為了全面起見，GST 蛋白和 GST 融合蛋白可以分別單獨偶聯。血清最初被允許與 GST 親和基質結合。這將去除針對融合蛋白的 GST 部分的抗體。然後將血清與固體載體分離，並允許其與 GST 融合蛋白基質結合。這使得任何識別抗原的抗體能夠被捕獲在固體載體上。最常使用低 pH 緩衝液（如甘氨酸 pH 2.8）來洗脫感興趣的抗體。將洗脫液收集到中性 Tris 或磷酸鹽緩衝液中，以中和低 pH 洗脫緩衝液並阻止抗體活性的任何降解。

通常採用簡化的策略來純化針對肽抗原產生的抗體。當肽抗原在合成時產生時，在肽的 N 端或 C 端新增一個末端半胱氨酸殘基。該半胱氨酸殘基包含一個巰基官能團，允許肽輕鬆偶聯到載體蛋白（例如，鑰孔血藍蛋白 (KLH)）。相同的含半胱氨酸肽也透過半胱氨酸殘基固定在瓊脂糖樹脂上，然後用於純化抗體。

大多數單克隆抗體已使用基於免疫球蛋白特異性蛋白 A 或蛋白 G 的親和色譜進行純化，這些蛋白 A 或蛋白 G 來自細菌。

親和色譜最常見的用途可能是純化重組蛋白。具有已知親和力的蛋白質被蛋白質標記，以幫助其純化。該蛋白可能已被基因改造，使其能夠被選擇用於親和結合；這被稱為融合蛋白。標籤包括谷胱甘肽-S-轉移酶 (GST)、六組氨酸 (His) 和麥芽糖結合蛋白 (MBP)。組氨酸標籤對鎳或鈷離子具有親和力，這些離子透過與固定相中加入的螯合劑形成配位共價鍵而固定化。為了洗脫，使用過量的能夠作為金屬離子配體的化合物，例如咪唑。GST 對谷胱甘肽具有親和力，谷胱甘肽可作為谷胱甘肽瓊脂糖商購獲得。在洗脫過程中，使用過量的谷胱甘肽來取代標記的蛋白質。
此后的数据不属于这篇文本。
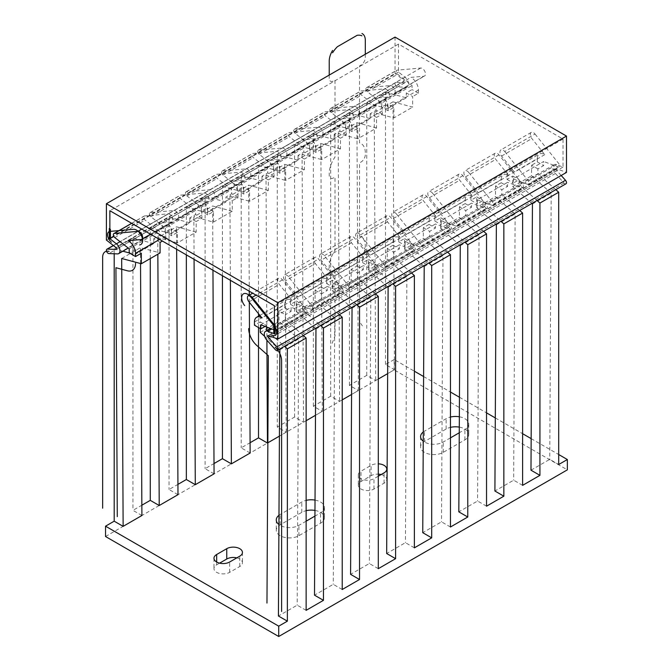 <?xml version="1.0" encoding="UTF-8"?>
<svg xmlns="http://www.w3.org/2000/svg" width="670" height="670" viewBox="0 0 670 670"><rect width="100%" height="100%" fill="white"/><g stroke="black" fill="none" stroke-linecap="round" stroke-linejoin="round"><path stroke-width="0.5" stroke-dasharray="3.35 2.51" d="M105.533 536.511L394.169 369.873L567.348 469.854M236.811 557.875A9.187 5.301 180 0 1 242.44 562.758A9.187 5.301 180 0 1 239.751 566.51L229.651 572.339A9.187 5.301 180 0 1 219.643 573.495A9.187 5.301 180 0 1 213.973 568.596A9.187 5.301 180 0 1 216.661 564.844L219.593 563.152M314.967 510.423A13.266 7.663 180 0 1 324.456 517.768A13.266 7.663 180 0 1 320.57 523.186L298.921 535.682A13.266 7.663 180 0 1 284.465 537.34A13.266 7.663 180 0 1 276.274 530.263A13.266 7.663 180 0 1 280.161 524.853L301.81 512.349A13.266 7.663 180 0 1 306.14 510.682M459.285 427.108A13.266 7.663 180 0 1 468.774 434.445A13.266 7.663 180 0 1 464.888 439.863L443.239 452.359A13.266 7.663 180 0 1 428.783 454.017A13.266 7.663 180 0 1 420.593 446.949A13.266 7.663 180 0 1 424.478 441.53L446.128 429.034A13.266 7.663 180 0 1 450.458 427.368M381.13 474.553A9.187 5.301 180 0 1 386.757 479.444A9.187 5.301 180 0 1 384.069 483.187L373.969 489.025A9.187 5.301 180 0 1 363.961 490.172A9.187 5.301 180 0 1 358.291 485.273A9.187 5.301 180 0 1 360.979 481.521L371.079 475.692A9.187 5.301 180 0 1 378.299 474.151M394.169 369.873L394.169 359.539L414.378 371.205M423.599 376.532L450.458 392.034M459.453 397.235L486.537 412.862M495.306 417.929L522.617 433.699M531.159 438.632L558.696 454.528M530.983 470.189L549.743 459.36L558.696 464.528M522.617 485.356L513.664 480.189L494.904 491.018M486.537 506.185L477.584 501.018L458.824 511.855M450.458 527.014L441.505 521.846L422.745 532.683M414.378 547.842L405.425 542.683L386.665 553.512M378.299 568.679L369.346 563.512L350.586 574.341M342.219 589.508L333.266 584.341L314.506 595.169M306.14 610.337L297.187 605.169L278.427 616.006M141.906 515.515L132.953 510.356L141.847 505.222M177.986 494.686L169.033 489.519L177.927 484.385M214.065 473.857L205.112 468.69L214.006 463.556M250.145 453.029L241.192 447.861L250.086 442.728M279.415 436.128L286.224 432.2L277.271 427.033L294.591 417.033L303.535 422.201L306.14 420.701M315.495 415.3L322.303 411.363L313.351 406.204L330.67 396.204L339.615 401.372L342.219 399.864M351.574 394.471L358.383 390.535L349.43 385.367L366.75 375.376L375.694 380.535L378.299 379.036M387.654 373.634L394.463 369.706L392.997 101.84L412.645 107.108L412.645 96.572L406.296 92.912L412.067 89.579L412.067 85.509L397.645 74.244A2.487 1.432 60 0 1 396.272 72.067A2.487 1.432 60 0 1 396.707 70.266A2.487 1.432 60 0 1 397.067 70.157L420.718 68.038A4.489 2.596 60 0 1 424.822 71.355A4.489 2.596 60 0 1 424.546 76.02A4.489 2.596 60 0 1 423.892 76.229L410.97 77.377A10.201 5.888 60 0 1 418.415 90.006L418.415 93.239L412.645 96.572M394.169 359.539L385.51 364.539L394.463 369.706M278.98 515.297A13.266 7.663 180 0 1 280.161 514.518L301.81 502.023A13.266 7.663 180 0 1 306.14 500.356M315.026 500.105A13.266 7.663 180 0 1 324.456 507.433A13.266 7.663 180 0 1 320.57 512.851L314.942 516.101M306.14 521.185L298.921 525.347A13.266 7.663 180 0 1 278.929 524.535M423.298 431.974A13.266 7.663 180 0 1 424.478 431.195L446.128 418.7A13.266 7.663 180 0 1 450.458 417.033M459.344 416.782A13.266 7.663 180 0 1 468.774 424.118A13.266 7.663 180 0 1 464.888 429.529L459.26 432.778M450.458 437.862L443.239 442.032A13.266 7.663 180 0 1 423.247 441.212M378.299 476.194L373.969 478.69A9.187 5.301 180 0 1 363.961 479.837A9.187 5.301 180 0 1 358.291 474.938A9.187 5.301 180 0 1 360.979 471.194L371.079 465.357A9.187 5.301 180 0 1 378.299 463.824M150.273 258.578L150.273 228.06L169.033 217.222L169.033 489.519M114.193 253.763L114.193 248.888L132.953 238.051L132.953 510.356M366.75 375.376L366.75 103.071L385.51 92.242L385.51 364.539M330.67 396.204L330.67 123.908L349.43 113.071L349.43 385.367M294.591 417.033L294.591 144.737L313.351 133.908L313.351 406.204M258.511 313.711L258.511 165.565L277.271 154.737L277.271 427.033M258.511 327.538L258.511 316.19M222.432 275.713L222.432 186.394L241.192 175.565L241.192 447.861M186.352 254.885L186.352 207.223L205.112 196.394L205.112 468.69M356.641 304.649L338.752 288.787L338.752 283.879L332.404 280.219L332.404 290.747L351.457 307.639M207.708 211.653A10.201 5.888 -120 0 0 200.263 199.032L230.572 181.528A10.201 5.888 60 0 1 238.017 194.158L207.708 211.653L207.708 214.894L213.487 211.561L213.487 222.088L193.839 216.82L194.074 259.34M186.352 207.223L207.131 212.792L225.899 201.963L225.899 197.064L231.669 193.731L231.669 189.66L217.247 178.396A2.487 1.432 60 0 1 215.874 176.218A2.487 1.432 60 0 1 216.309 174.418A2.487 1.432 60 0 1 216.67 174.309L240.321 172.19A4.489 2.596 60 0 1 244.424 175.507A4.489 2.596 60 0 1 244.156 180.171A4.489 2.596 60 0 1 243.495 180.381L230.572 181.528M213.487 211.561L207.131 207.893L207.131 212.792M303.242 335.477L285.353 319.615L270.253 328.334M266.786 330.611L284.482 346.306M339.322 314.649L321.433 298.778L302.673 309.615L320.562 325.478M375.401 293.812L357.512 277.95L338.752 288.787M411.481 272.983L393.591 257.121L374.832 267.95L392.721 283.82M447.56 252.154L429.671 236.292L410.911 247.121L428.8 262.983M483.64 231.326L465.75 215.464L446.991 226.292L464.88 242.155M519.719 210.497L501.83 194.627L483.07 205.464L500.959 221.326M555.798 189.66L537.909 173.798L519.149 184.635L519.149 179.727L513.379 183.061L513.379 178.99L543.68 161.495L543.68 165.565L537.909 168.899L537.909 173.798M537.038 200.498L519.149 184.635M279.884 349.824L298.644 338.986L297.187 605.169M254.474 321.969L284.775 304.473L284.775 307.714L279.005 311.048L285.353 314.707L285.353 319.615M279.005 311.048L279.005 321.575L298.644 338.986M140.533 263.536L140.449 247.649L160.088 252.917M160.088 242.389L153.74 238.721L159.51 235.388L159.51 231.317L145.089 220.053A2.487 1.432 60 0 1 143.715 217.876A2.487 1.432 60 0 1 144.15 216.075A2.487 1.432 60 0 1 144.511 215.966L168.162 213.856A4.489 2.596 60 0 1 172.265 217.172A4.489 2.596 60 0 1 171.997 221.837A4.489 2.596 60 0 1 171.336 222.038L158.413 223.194A10.201 5.888 60 0 1 165.858 235.815L165.858 239.056L162.4 241.058M129.277 252.925L134.98 254.458L153.74 243.62L153.74 238.721M153.74 243.62L132.953 238.051M315.964 328.995L334.724 318.158L333.266 584.341M388.123 287.329L406.883 276.501L405.425 542.683M424.202 266.501L442.962 255.672L441.505 521.846M460.282 245.672L479.042 234.835L477.584 501.018M496.361 224.844L515.121 214.006L513.664 480.189M532.441 204.007L551.201 193.178L549.743 459.36M352.043 308.158L370.803 297.329L369.346 563.512M264.633 336.298L279.298 349.305M260.245 328.543L260.245 321.876L266.593 325.545L266.593 326.96M114.193 248.888L122.853 251.208M141.328 253.218L134.98 249.55L134.98 254.458M260.245 332.404L279.005 321.575M334.724 318.158L315.084 300.738L296.324 311.575L315.377 328.467M370.803 297.329L351.164 279.909L332.404 290.747M406.883 276.501L387.243 259.081L368.483 269.909L387.536 286.81M442.962 255.672L423.323 238.252L404.563 249.081L423.616 265.982M479.042 234.835L459.402 217.423L440.642 228.252L459.695 245.153M515.121 214.006L495.482 196.595L476.722 207.424L495.775 224.316M507.022 176.16L537.332 158.664A10.201 5.888 60 0 1 539.451 153.991A10.201 5.888 60 0 1 544.777 154.636L531.863 138.564A4.489 2.596 60 0 1 531.201 132.409A4.489 2.596 60 0 1 535.029 134.042L504.728 151.537A4.489 2.596 -120 0 0 500.892 149.912A4.489 2.596 -120 0 0 501.554 156.06L514.468 172.131A10.201 5.888 -120 0 0 509.141 171.487A10.201 5.888 -120 0 0 507.022 176.16L507.022 179.401L512.801 176.068L512.801 186.595L531.854 203.487M551.201 193.178L531.561 175.758L531.561 165.23L537.909 168.899M512.801 186.595L531.561 175.758M260.245 321.876L254.474 325.21M296.324 311.575L296.324 301.048L290.554 304.381L290.554 301.14L320.855 283.644L320.855 286.877L315.084 290.21L315.084 300.738M332.404 280.219L326.633 283.544L326.633 280.311L356.934 262.816L356.934 266.049L351.164 269.382L351.164 279.909M368.483 269.909L368.483 259.382L362.713 262.715L362.713 259.483L393.014 241.987L393.014 245.22L387.243 248.553L387.243 259.081M404.563 249.081L404.563 238.553L398.792 241.887L398.792 238.654L429.093 221.15L429.093 224.391L423.323 227.725L423.323 238.252M440.642 228.252L440.642 217.725L434.872 221.058L434.872 217.817L465.173 200.322L465.173 203.563L459.402 206.896L459.402 217.423M476.722 207.424L476.722 196.896L470.943 200.23L470.943 196.988L501.252 179.493L501.252 182.726L495.482 186.059L495.482 196.595M537.332 158.664L537.332 161.897L531.561 165.23M165.858 239.056L159.51 235.388M284.775 307.714L291.123 311.374L285.353 314.707M201.938 214.986L171.629 232.482L171.629 235.723L177.408 232.39L177.408 242.917L196.168 232.088L196.168 221.561L189.819 217.892L195.59 214.559L195.59 210.489L181.168 199.225A2.487 1.432 60 0 1 179.794 197.047A2.487 1.432 60 0 1 180.23 195.246A2.487 1.432 60 0 1 180.59 195.138L204.241 193.027A4.489 2.596 60 0 1 208.345 196.335A4.489 2.596 60 0 1 208.077 201.008A4.489 2.596 60 0 1 207.415 201.209L194.493 202.365A10.201 5.888 60 0 1 201.938 214.986L201.938 218.227L196.168 221.561M213.487 222.088L232.247 211.259L232.247 200.724L225.899 197.064M238.017 194.158L238.017 197.39L232.247 200.724M274.097 173.329L243.788 190.824L243.788 194.066L249.567 190.732L249.567 201.26L268.327 190.422L268.327 179.895L261.978 176.227L267.749 172.902L267.749 168.832L253.327 157.567A2.487 1.432 60 0 1 251.953 155.381A2.487 1.432 60 0 1 252.389 153.589A2.487 1.432 60 0 1 252.749 153.472L276.4 151.361A4.489 2.596 60 0 1 280.504 154.678A4.489 2.596 60 0 1 280.236 159.343A4.489 2.596 60 0 1 279.574 159.544L266.652 160.7A10.201 5.888 60 0 1 274.097 173.329L274.097 176.562L268.327 179.895M310.177 152.5L279.867 169.996L279.867 173.228L285.646 169.895L285.646 180.423L304.406 169.594L304.406 159.066L298.058 155.398L303.828 152.065L303.828 147.995L289.406 136.739A2.487 1.432 60 0 1 288.033 134.553A2.487 1.432 60 0 1 288.469 132.761A2.487 1.432 60 0 1 288.829 132.643L312.48 130.533A4.489 2.596 60 0 1 316.583 133.849A4.489 2.596 60 0 1 316.315 138.514A4.489 2.596 60 0 1 315.654 138.715L302.731 139.871A10.201 5.888 60 0 1 310.177 152.5L310.177 155.733L304.406 159.066M346.256 131.663L315.947 149.167L315.947 152.4L321.726 149.067L321.726 159.594L340.486 148.765L340.486 138.238L334.137 134.57L339.908 131.236L339.908 127.166L325.486 115.902A2.487 1.432 60 0 1 324.113 113.724A2.487 1.432 60 0 1 324.548 111.932A2.487 1.432 60 0 1 324.908 111.815L348.559 109.704A4.489 2.596 60 0 1 352.663 113.021A4.489 2.596 60 0 1 352.395 117.686A4.489 2.596 60 0 1 351.733 117.886L338.811 119.042A10.201 5.888 60 0 1 346.256 131.663L346.256 134.905L340.486 138.238M382.335 110.835L352.026 128.33L352.026 131.571L357.805 128.238L357.805 138.765L376.565 127.936L376.565 117.409L370.217 113.741L375.987 110.408L375.987 106.337L361.566 95.073A2.487 1.432 60 0 1 360.192 92.895A2.487 1.432 60 0 1 360.628 91.095A2.487 1.432 60 0 1 360.988 90.986L384.639 88.876A4.489 2.596 60 0 1 388.742 92.184A4.489 2.596 60 0 1 388.474 96.857A4.489 2.596 60 0 1 387.813 97.058L374.89 98.214A10.201 5.888 60 0 1 382.335 110.835L382.335 114.076L376.565 117.409M392.997 101.84L374.237 112.669L393.885 117.937L412.645 107.108M393.885 117.937L393.885 107.409L387.528 103.741L387.528 108.641L406.296 97.812L406.296 92.912M418.415 90.006L388.106 107.502L388.106 110.743L393.885 107.409M121.68 258.486L140.449 247.649M196.168 232.088L176.528 226.82L157.76 237.657L177.408 242.917M232.247 211.259L212.608 205.992L193.839 216.82M268.327 190.422L248.687 185.163L229.919 195.992L249.567 201.26M304.406 169.594L284.767 164.334L265.998 175.163L285.646 180.423M340.486 148.765L320.838 143.506L302.078 154.334L321.726 159.594M376.565 127.936L356.917 122.669L338.157 133.506L357.805 138.765M176.645 249.282L176.528 226.82M157.76 237.657L157.852 254.206M249.324 302.271L249.282 295.177M249.257 291.207L248.687 185.163M229.919 195.992L230.379 280.303M286.224 432.2L284.767 164.334M265.998 175.163L266.903 340.226M322.303 411.363L320.838 143.506M302.078 154.334L303.535 422.201M358.383 390.535L356.917 122.669M338.157 133.506L339.615 401.372M374.237 112.669L375.694 380.535M212.951 270.245L212.608 205.992M315.084 290.21L321.433 293.879L321.433 298.778M177.408 232.39L171.059 228.721L171.059 233.621L189.819 222.792L189.819 217.892M189.819 222.792L169.033 217.222M265.102 326.407L266.593 325.545M260.823 324.808L291.123 307.304L291.123 311.374M302.673 309.615L302.673 304.708L296.902 308.041L296.902 303.979L327.203 286.475L327.203 290.546L321.433 293.879M356.934 266.049L363.282 269.717L357.512 273.05L357.512 277.95M326.633 283.544L332.982 287.212L338.752 283.879M332.982 287.212L332.982 283.142L363.282 265.647L363.282 269.717M393.014 245.22L399.362 248.888L393.591 252.222L393.591 257.121M374.832 267.95L374.832 263.05L369.061 266.384L369.061 262.313L399.362 244.818L399.362 248.888M429.093 224.391L435.441 228.06L429.671 231.393L429.671 236.292M410.911 247.121L410.911 242.222L405.141 245.555L405.141 241.485L435.441 223.989L435.441 228.06M465.173 203.563L471.521 207.223L465.75 210.556L465.75 215.464M446.991 226.292L446.991 221.393L441.22 224.726L441.22 220.656L471.521 203.161L471.521 207.223M501.252 182.726L507.6 186.394L501.83 189.727L501.83 194.627M483.07 205.464L483.07 200.565L477.3 203.889L477.3 199.827L507.6 182.324L507.6 186.394M134.98 249.55L129.201 252.883M129.201 248.813L159.51 231.317M171.629 232.482A10.201 5.888 -120 0 0 164.184 219.861L177.106 218.705A4.489 2.596 60 0 0 177.768 218.504A4.489 2.596 60 0 0 178.044 213.839A4.489 2.596 60 0 0 173.932 210.522L150.289 212.633A2.487 1.432 60 0 0 149.921 212.75A2.487 1.432 60 0 0 149.485 214.542A2.487 1.432 60 0 0 150.859 216.72L165.281 227.984L195.59 210.489M165.281 227.984L165.281 232.054L171.059 228.721M200.263 199.032L213.186 197.876A4.489 2.596 60 0 0 213.847 197.675A4.489 2.596 60 0 0 214.124 193.002A4.489 2.596 60 0 0 210.011 189.694L186.369 191.804A2.487 1.432 60 0 0 186 191.913A2.487 1.432 60 0 0 185.565 193.714A2.487 1.432 60 0 0 186.938 195.891L201.36 207.156L231.669 189.66M201.36 207.156L201.36 211.226L207.131 207.893M249.567 190.732L243.21 187.064L243.21 191.963L261.978 181.135L261.978 176.227M243.788 190.824A10.201 5.888 -120 0 0 236.343 178.195L249.265 177.048A4.489 2.596 60 0 0 249.927 176.838A4.489 2.596 60 0 0 250.203 172.173A4.489 2.596 60 0 0 246.091 168.865L222.448 170.976A2.487 1.432 60 0 0 222.08 171.084A2.487 1.432 60 0 0 221.644 172.885A2.487 1.432 60 0 0 223.018 175.063L237.44 186.327L267.749 168.832M237.44 186.327L237.44 190.397L243.21 187.064M285.646 169.895L279.29 166.235L279.29 171.135L298.058 160.306L298.058 155.398M279.867 169.996A10.201 5.888 -120 0 0 272.422 157.366L285.345 156.211A4.489 2.596 -120 0 0 286.006 156.01A4.489 2.596 -120 0 0 286.283 151.345A4.489 2.596 -120 0 0 282.171 148.028L258.528 150.147A2.487 1.432 60 0 0 258.159 150.256A2.487 1.432 60 0 0 257.724 152.048A2.487 1.432 60 0 0 259.097 154.234L273.519 165.498L303.828 147.995M273.519 165.498L273.519 169.569L279.29 166.235M321.726 149.067L315.369 145.398L315.369 150.306L334.137 139.469L334.137 134.57M315.947 149.167A10.201 5.888 -120 0 0 308.502 136.538L321.424 135.382A4.489 2.596 -120 0 0 322.086 135.181A4.489 2.596 -120 0 0 322.362 130.516A4.489 2.596 -120 0 0 318.25 127.2L294.607 129.31A2.487 1.432 60 0 0 294.239 129.427A2.487 1.432 60 0 0 293.803 131.22A2.487 1.432 60 0 0 295.177 133.405L309.599 144.661L339.908 127.166M309.599 144.661L309.599 148.732L315.369 145.398M357.805 128.238L351.449 124.57L351.449 129.477L370.217 118.64L370.217 113.741M352.026 128.33A10.201 5.888 -120 0 0 344.581 115.709L357.504 114.553A4.489 2.596 -120 0 0 358.165 114.352A4.489 2.596 -120 0 0 358.433 109.687A4.489 2.596 -120 0 0 354.329 106.371L330.687 108.481A2.487 1.432 60 0 0 330.318 108.599A2.487 1.432 60 0 0 329.883 110.391A2.487 1.432 60 0 0 331.256 112.577L345.678 123.833L375.987 106.337M345.678 123.833L345.678 127.903L351.449 124.57M388.106 107.502A10.201 5.888 -120 0 0 380.661 94.88L393.583 93.725A4.489 2.596 -120 0 0 394.245 93.524A4.489 2.596 -120 0 0 394.513 88.85A4.489 2.596 -120 0 0 390.409 85.542L366.766 87.653A2.487 1.432 60 0 0 366.398 87.762A2.487 1.432 60 0 0 365.962 89.562A2.487 1.432 60 0 0 367.336 91.74L381.758 103.004L412.067 85.509M381.758 103.004L381.758 107.074L387.528 103.741M150.273 228.06L171.059 233.621M225.899 201.963L205.112 196.394M222.432 186.394L243.21 191.963M261.978 181.135L241.192 175.565M258.511 165.565L279.29 171.135M298.058 160.306L277.271 154.737M294.591 144.737L315.369 150.306M334.137 139.469L313.351 133.908M330.67 123.908L351.449 129.477M370.217 118.64L349.43 113.071M387.528 108.641L366.75 103.071M385.51 92.242L406.296 97.812M296.324 301.048L302.673 304.708M171.629 235.723L165.281 232.054M290.554 304.381L296.902 308.041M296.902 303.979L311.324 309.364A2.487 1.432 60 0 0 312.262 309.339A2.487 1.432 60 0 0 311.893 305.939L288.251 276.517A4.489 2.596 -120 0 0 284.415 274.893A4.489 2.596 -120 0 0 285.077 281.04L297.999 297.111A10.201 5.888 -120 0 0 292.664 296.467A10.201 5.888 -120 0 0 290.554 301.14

高效液相色譜 (HPLC) 依靠泵將加壓的液體溶劑（含有樣品混合物）透過裝有固體吸附劑的色譜柱。HPLC 與傳統的（“低壓”）液相色譜的區別在於，操作壓力要高得多（50-350 巴），而普通液相色譜通常依靠重力將流動相透過色譜柱。由於在分析型 HPLC 中分離的樣品量很小，典型的色譜柱尺寸為 2.1-4.6 毫米直徑，30-250 毫米長度。此外，HPLC 色譜柱採用更小的吸附劑顆粒（平均粒徑為 2-50 微米）。這使得 HPLC 在分離混合物時具有更高的分離能力，這就是它成為一種流行的色譜技術的原因。

HPLC 儀器的示意圖通常包括一個進樣器、泵和一個檢測器。進樣器將樣品混合物帶入流動相流中，流動相流將其帶入色譜柱。泵以所需流速和流動相組成將流動相透過色譜柱。檢測器產生與從色譜柱中出來的樣品組分量成比例的訊號，因此允許對樣品組分進行定量分析。數字微處理器和使用者軟體控制 HPLC 儀器並提供資料分析。HPLC 儀器中一些機械泵型號可以將多種溶劑混合在一起，比例隨時間變化，在流動相中產生組成梯度。各種檢測器在使用中很常見，例如 UV/Vis、光電二極體陣列 (PDA) 或基於質譜法。大多數 HPLC 儀器還具有一個色譜柱恆溫箱，允許調整分離執行的溫度。